If AG 49 affords no meaningful advantage to buyers of life insurance, then what was the real reason for the change? Could it be that financial institutions bolstered their defense against consumer-based litigation under the guise of transparency? Are the regulations simply a movement toward populism, as some have argued? Does anyone even know what the true intent was behind the changes?

Perhaps these questions reflect too sinister a view of the financial-services industry and its efforts to generate profit. Given that tens of millions of dollars have been spent on introducing the new DOL fiduciary rules and AG 49, one might expect newly savvy investors to be scoring higher net returns, deftly avoiding investment dips or, at a minimum, sidestepping risk. But there is no meaningful evidence of such advancements. There has been no paradigm shift, no earth-shaking realignment in the types of insurance policies sold, no notable increase (or decrease) in retirement-plan contributions, and the above-the-fold headlines touting, “Consumers are making better choices,” have yet to be published.

Where are the clarion calls from advocacy groups or their bulk email campaigns alerting consumers that today’s regulatory victories herald a time to revisit financial matters? Basically, anything and everything can be found on the Internet, but search the web looking for specific evidence of consumer victory in the above matters and what you’ll mostly hear are crickets.
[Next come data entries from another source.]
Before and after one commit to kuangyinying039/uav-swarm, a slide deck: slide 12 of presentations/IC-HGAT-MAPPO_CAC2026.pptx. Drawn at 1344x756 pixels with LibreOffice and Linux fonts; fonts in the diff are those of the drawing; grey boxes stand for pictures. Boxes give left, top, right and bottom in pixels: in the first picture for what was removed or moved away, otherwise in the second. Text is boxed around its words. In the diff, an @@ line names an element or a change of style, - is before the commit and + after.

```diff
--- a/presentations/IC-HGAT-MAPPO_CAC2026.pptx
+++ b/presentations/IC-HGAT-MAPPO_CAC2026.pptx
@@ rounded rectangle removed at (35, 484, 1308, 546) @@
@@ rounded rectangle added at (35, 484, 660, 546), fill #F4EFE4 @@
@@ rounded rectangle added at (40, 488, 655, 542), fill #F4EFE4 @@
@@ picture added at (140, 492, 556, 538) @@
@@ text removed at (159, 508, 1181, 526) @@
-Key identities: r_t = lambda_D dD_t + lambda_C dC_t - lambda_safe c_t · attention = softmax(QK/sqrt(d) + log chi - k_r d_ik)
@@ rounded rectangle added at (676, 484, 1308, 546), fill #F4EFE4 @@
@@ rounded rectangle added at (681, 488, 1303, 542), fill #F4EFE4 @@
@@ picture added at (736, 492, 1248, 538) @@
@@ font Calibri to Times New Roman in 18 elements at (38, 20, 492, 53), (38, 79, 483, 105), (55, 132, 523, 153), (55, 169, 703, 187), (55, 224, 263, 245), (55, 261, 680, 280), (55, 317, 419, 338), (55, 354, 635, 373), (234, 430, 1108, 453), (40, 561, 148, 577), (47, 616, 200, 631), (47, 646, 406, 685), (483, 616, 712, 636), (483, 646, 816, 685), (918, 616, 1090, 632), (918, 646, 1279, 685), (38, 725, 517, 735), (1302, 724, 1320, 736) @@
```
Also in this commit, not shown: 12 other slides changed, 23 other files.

Both the Obama and Trump administrations, along with members of Congress, promised to “shake up Wall Street” and/or “drain the swamp.” In delivering their vows, our regulatory bodies have, allegedly, scrubbed the windows of transparency so that they appear clear. But in a world in which consumers of financial goods have become colorblind to varying shades of truth, little has changed beyond Wall Street's bulletproofing its own tinted glass.

 

Jerry Hesch is an attorney, professor, author and speaker on estate-planning and taxation law. He is the director of the Notre Dame Tax & Estate Planning Institute. Brad Barros is the senior risk analyst consultant for the law firm Rodnunsky & Associates. He is also the CEO of My National Family Office, Inc., and the creator of Iron Dome Insurance.